- **HOW TO COMPLETE THIS TASK**: Use the entries below and reproduce exactly the lines from the one containing "Porte2 = (1,Porte1[1]+60)" down to the one containing "positionAlien in Aliens", both of them included.

- **DATA SUPPLIED**:
= = = =

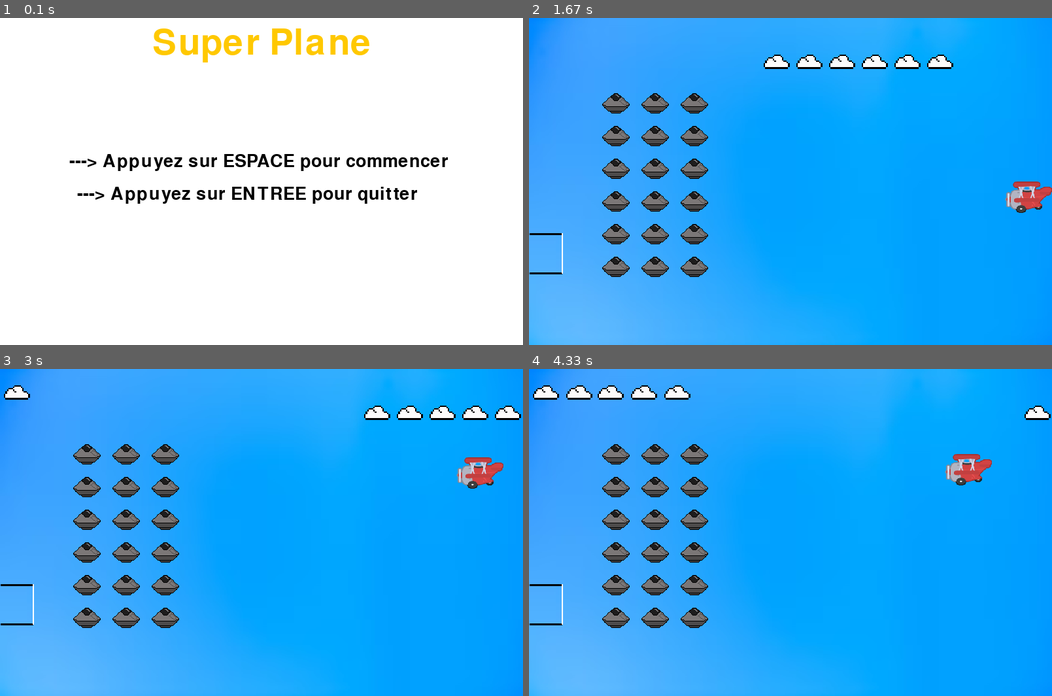
Above: before the commit, frames 1-4 (two rows, left to right).
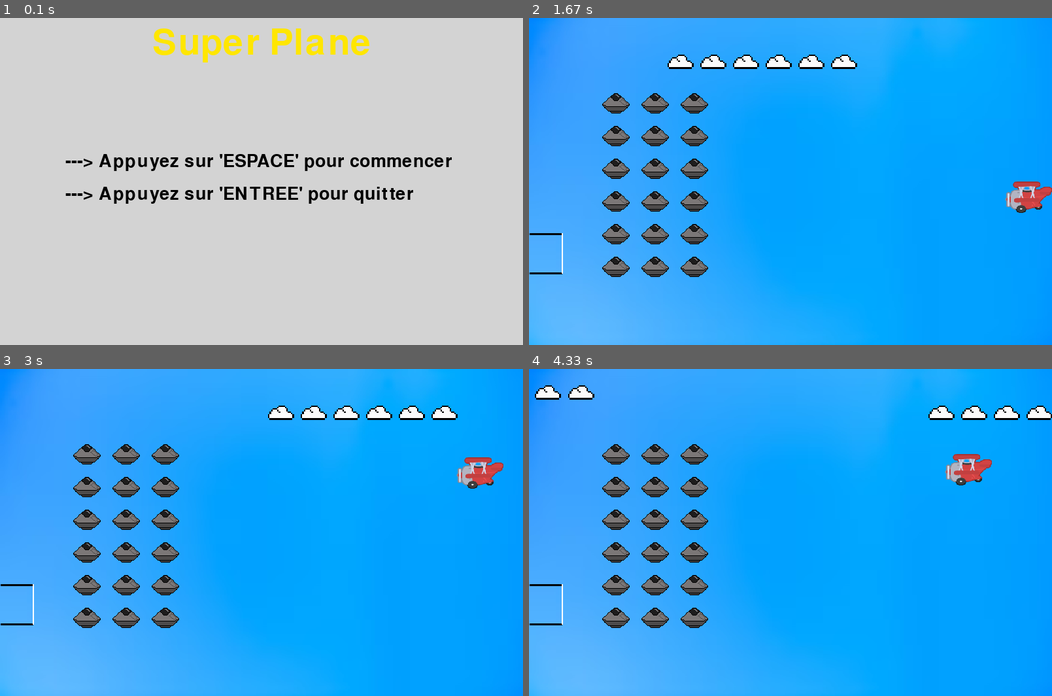
Above: after the commit, the same moments.

Repository: Ghali-Boukili/Avion-pygame
Game: pygame game, started from Ghali.jeu.py.py
Same seed, same stepped clock (60 frames per second), same inputs: the game is played once before the commit and once after it.
Inputs:
- Up to frame 1 (0.1 s): no input
- Up to frame 2 (1.67 s): tap Space at 0.33 s
- Up to frame 3 (3 s): hold Up 1.67-2.13 s; hold Right 2.17-2.63 s; hold Left from 2.67 s (still down)
- Up to frame 4 (4.33 s): release Left at 3.2 s; hold Down 3.23-3.53 s; hold Left 3.57-3.97 s; hold Up from 4 s (still down)

The runs differ from the first frame. In frame 1, 99% of the frame differs, in the area x 0-100%, y 0-100%; in frame 2, 1.2%; in frame 3, 1.2%; in frame 4, 1.2%.

Commit message:
Ghali.jeu.py.py

Diff:
--- a/Ghali.jeu.py.py
+++ b/Ghali.jeu.py.py
@@ -25,14 +25,14 @@
 
 
 fontDebut1 = pygame.font.SysFont("Knewave", 40)
-texteDebut1 = fontDebut1.render("---> Appuyez sur ESPACE pour commencer ", True, (0, 0, 0))
+texteDebut1 = fontDebut1.render("---> Appuyez sur 'ESPACE' pour commencer ", True, (0, 0, 0))
 positionTexteDebut1 = texteDebut1.get_rect(center=(400, 220))  # centré
 
-texteDebut2 = fontDebut1.render("---> Appuyez sur ENTREE pour quitter", True, (0, 0, 0))
-positionTexteDebut2 = texteDebut2.get_rect(center=(378, 270))
+texteDebut2 = fontDebut1.render("---> Appuyez sur 'ENTREE' pour quitter", True, (0, 0, 0))
+positionTexteDebut2 = texteDebut2.get_rect(center=(366, 270))
 
 fontDebut3 = pygame.font.SysFont("Confortaa", 80)
-texteDebut3 = fontDebut3.render("Super Plane", True, (255, 200, 0))
+texteDebut3 = fontDebut3.render("Super Plane", True, (255, 230, 0))
 positionTexteDebut3 = texteDebut3.get_rect(center=(400, 40))
 
 fontFin = pygame.font.SysFont("Arial", 100)
@@ -62,10 +62,18 @@
 Porte1 = (1,random.randint(80,400))
 Porte2 = (1,Porte1[1]+60)
 Porte3 = (50,Porte1[1])
+
 rectPorte1 = pygame.Rect(Porte1[0], Porte1[1], 50, 3)
 rectPorte2 = pygame.Rect(Porte2[0], Porte2[1], 50, 3)
 rectPorte3 = pygame.Rect(Porte3[0], Porte1[1], 2, 62)
 
+rectAvion =  pygame.Rect(positionAvion[0],positionAvion[1], 72, 48 )
+
+for positionAlien in Aliens :
+    rectAlien = pygame.Rect(positionAlien[0], positionAlien[1], 45,40)
+
+for positionNuage in Nuages:
+    rectNuage = pygame.Rect(Porte3[0], Porte1[1], 75,70)
 
 debutJeu = False
 
@@ -73,7 +81,7 @@
     global fenetre, debutJeu
 
     if not debutJeu:
-        fenetre.fill((255, 255,255))  # Fond noir
+        fenetre.fill((211, 211,211))  # Fond noir
         fenetre.blit(texteDebut1, positionTexteDebut1)
         fenetre.blit(texteDebut2, positionTexteDebut2)
         fenetre.blit(texteDebut3, positionTexteDebut3)
@@ -108,6 +116,7 @@
     touchesPressees = pygame.key.get_pressed()
     if not debutJeu:
         if touchesPressees[pygame.K_SPACE]:
+            pygame.time.wait(1000)
             debutJeu = True
         elif touchesPressees[pygame.K_RETURN]:
             continuer = 0
@@ -143,9 +152,6 @@
     dessiner()
     gererClavierEtSouris()
 
-
-
-
     for i in range(len(Nuages)):
             Nuages[i] = (Nuages[i][0]+a, Nuages[i][1])
             if Nuages[i][0] > 800:
@@ -156,6 +162,13 @@
                 score = 1
 
 
+    if rectAvion.colliderect(rectAlien):
+        positionAvion.remove()
+        imageAvion = imageAvionPerdu
+        for i in range(len(positionAvion)):
+            positionAvion[i] = (positionAvion[i][0],positionAvion[i][1]+4)
+
+
 
 ## A la fin, lorsque l'on sortira de la boucle, on demandera à Pygame de quitter proprement
 pygame.quit()
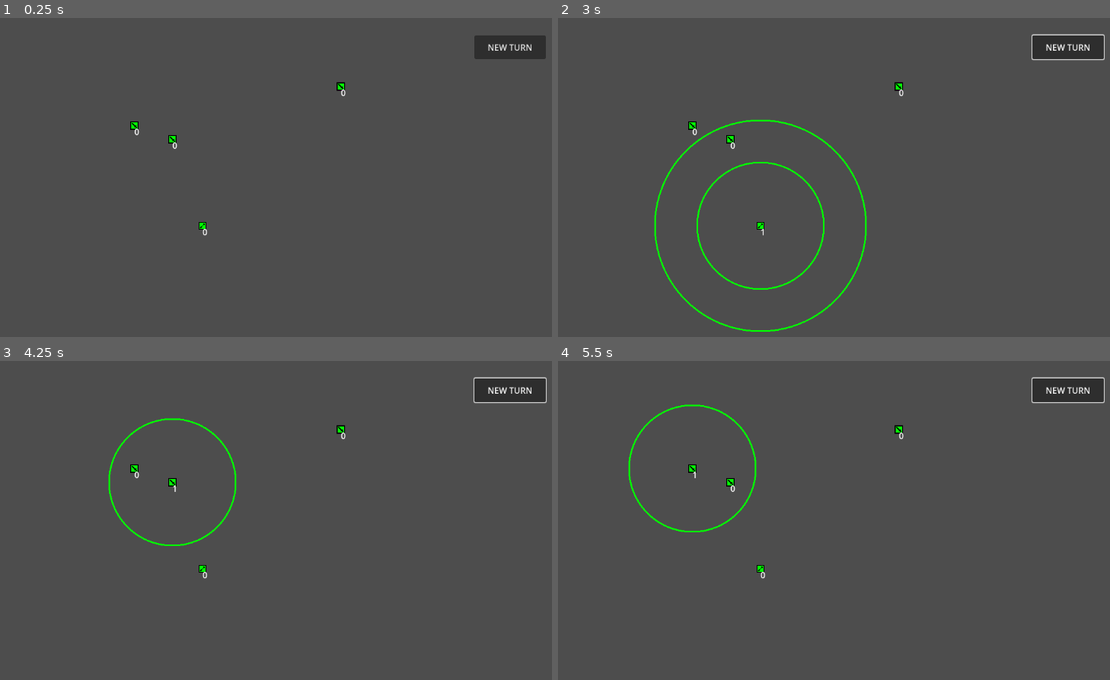
Above: before the commit, frames 1-4 (two rows, left to right).
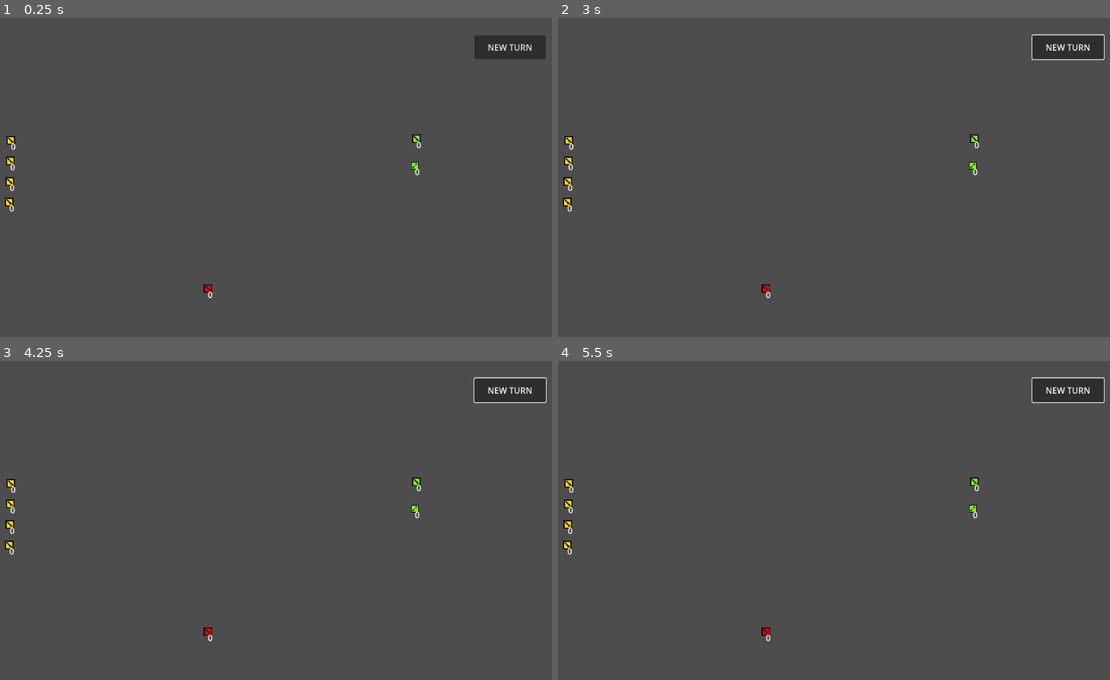
Above: after the commit, the same moments.

Repository: LegionsTheGame/Godot_turnBased
Game: Godot game, scene res://MainScene/scene_main.tscn
Same seed, same stepped clock (60 frames per second), same inputs: the game is played once before the commit and once after it.
Inputs (mouse positions are in pixels of both pictures, inside the frame that each line leads up to):
- Up to frame 1 (0.25 s): no input
- Up to frame 2 (3 s): click "NEW TURN" at 0.5 s; click "NEW TURN" at 1.25 s; click "NEW TURN" at 2 s; tap Enter at 2.75 s; move the mouse to (762, 225) at 2.77 s; press the mouse at (762, 225) at 2.78 s
- Up to frame 3 (4.25 s): tap Space at 3.5 s; move the mouse to (171, 482) at 3.52 s; release the mouse at (171, 482) at 3.53 s; click (171, 482) at 3.6 s
- Up to frame 4 (5.5 s): tap Enter at 4.25 s; move the mouse to (900, 427) at 4.27 s; press the mouse at (900, 427) at 4.28 s; tap Space at 5 s; move the mouse to (690, 469) at 5.02 s; release the mouse at (690, 469) at 5.03 s; click (690, 469) at 5.1 s

The runs differ from the first frame. In frame 1, 0.5% of the frame differs, in the area x 0-77%, y 20-88%; in frame 2, 1.7%, in the area x 0-77%, y 20-99%; in frame 3, 1.0%; in frame 4, 1.0%.

Commit message:
...

Diff:
--- a/LegionsTurnBased42_2/ArcherScene/script_archer.gd
+++ b/LegionsTurnBased42_2/ArcherScene/script_archer.gd
@@ -4,6 +4,7 @@
 var SHOOTING = 6
 
 func _ready():
+	super._ready()
 	$MoveArea/ShootingArea.team_number = team_number
 	$MoveArea/ShootingArea.signalEnemyTargetSelected.connect(recivedSignalEnemyTargetSelected)
 
--- a/LegionsTurnBased42_2/ArmyScene/script_army.gd
+++ b/LegionsTurnBased42_2/ArmyScene/script_army.gd
@@ -14,15 +14,24 @@
 signal signalSelected(army)
 signal signalDone(army)
 
+func _ready():
+	if team_number == 0:
+		$ArmySprite.self_modulate = Color.CHARTREUSE
+	if team_number == 1:
+		$ArmySprite.self_modulate = Color.GOLD
+	if team_number == 2:
+		$ArmySprite.self_modulate = Color.RED
+	pass
+
 
 func _process(delta):
 	var L = (destination - global_position)
 
 	if state == READY:
-		$MoveArea.visible	= false
+		$MoveArea.visible = false
 
 	if state == SELECTED:
-		$MoveArea.visible	= true
+		$MoveArea.visible = true
 		if L.length() > 5 :
 			state = MOVEING
 
@@ -57,10 +66,13 @@
 	pass
 
 func _on_area_entered(area):
-	if area is Army:
+	if area is Army and area.team_number != team_number:
 		global_position -= 3*velocity
 		$AnimationPlayer.play("explotion")
 		if area.is_moveing(): area.set_fighting()
+	if area is Army and area.team_number == team_number and velocity != Vector2.ZERO:
+		global_position -= 3*velocity
+		state = DONE_SIGNAL
 	pass
 
 func _on_animation_player_animation_finished(anim_name):
--- a/LegionsTurnBased42_2/MainScene/scene_main.tscn
+++ b/LegionsTurnBased42_2/MainScene/scene_main.tscn
@@ -12,17 +12,29 @@
 [node name="Armies" type="Node2D" parent="."]
 
 [node name="ArcherScene" parent="Armies" instance=ExtResource("3_fg2sj")]
-position = Vector2(-106, 80)
+position = Vector2(296, -34)
 
-[node name="SceneArmy3" parent="Armies" instance=ExtResource("2_2m1ud")]
-position = Vector2(-163, -84)
+[node name="SceneArmy2_2" parent="Armies" instance=ExtResource("2_2m1ud")]
+position = Vector2(299, -85)
+
+[node name="SceneArmy2_1" parent="Armies" instance=ExtResource("2_2m1ud")]
+position = Vector2(-96, 199)
 team_number = 2
 
-[node name="SceneArmy2" parent="Armies" instance=ExtResource("2_2m1ud")]
-position = Vector2(156, -184)
+[node name="SceneArmy1_4" parent="Armies" instance=ExtResource("2_2m1ud")]
+position = Vector2(-471, -4)
+team_number = 1
 
-[node name="SceneArmy1" parent="Armies" instance=ExtResource("2_2m1ud")]
-position = Vector2(-235, -110)
+[node name="SceneArmy1_3" parent="Armies" instance=ExtResource("2_2m1ud")]
+position = Vector2(-472, 35)
+team_number = 1
+
+[node name="SceneArmy1_2" parent="Armies" instance=ExtResource("2_2m1ud")]
+position = Vector2(-470, -43)
+team_number = 1
+
+[node name="SceneArmy1_1" parent="Armies" instance=ExtResource("2_2m1ud")]
+position = Vector2(-469, -82)
 team_number = 1
 
 [node name="ResetTurn" type="Button" parent="."]
--- a/LegionsTurnBased42_2/globals.gd
+++ b/LegionsTurnBased42_2/globals.gd
@@ -1 +1,3 @@
 extends Node
+
+enum { READY, SELECTED , MOVEING , FIGHTING, SHOOTING, DONE_SIGNAL, DONE }
Binary file changed: LegionsTurnBased42_2/ArcherScene/sprite_archer.png
Binary file changed: LegionsTurnBased42_2/ArmyScene/sprite_army.png
Not shown, added: LegionsTurnBased42_2/ArcherScene/sprite_archer.png.pxo
Not shown, added: LegionsTurnBased42_2/ArmyScene/sprite_army.png.pxo

= = = =

- **RESULT OF THIS TASK**:
 Porte2 = (1,Porte1[1]+60)
 Porte3 = (50,Porte1[1])
+
 rectPorte1 = pygame.Rect(Porte1[0], Porte1[1], 50, 3)
 rectPorte2 = pygame.Rect(Porte2[0], Porte2[1], 50, 3)
 rectPorte3 = pygame.Rect(Porte3[0], Porte1[1], 2, 62)
 
+rectAvion =  pygame.Rect(positionAvion[0],positionAvion[1], 72, 48 )
+
+for positionAlien in Aliens :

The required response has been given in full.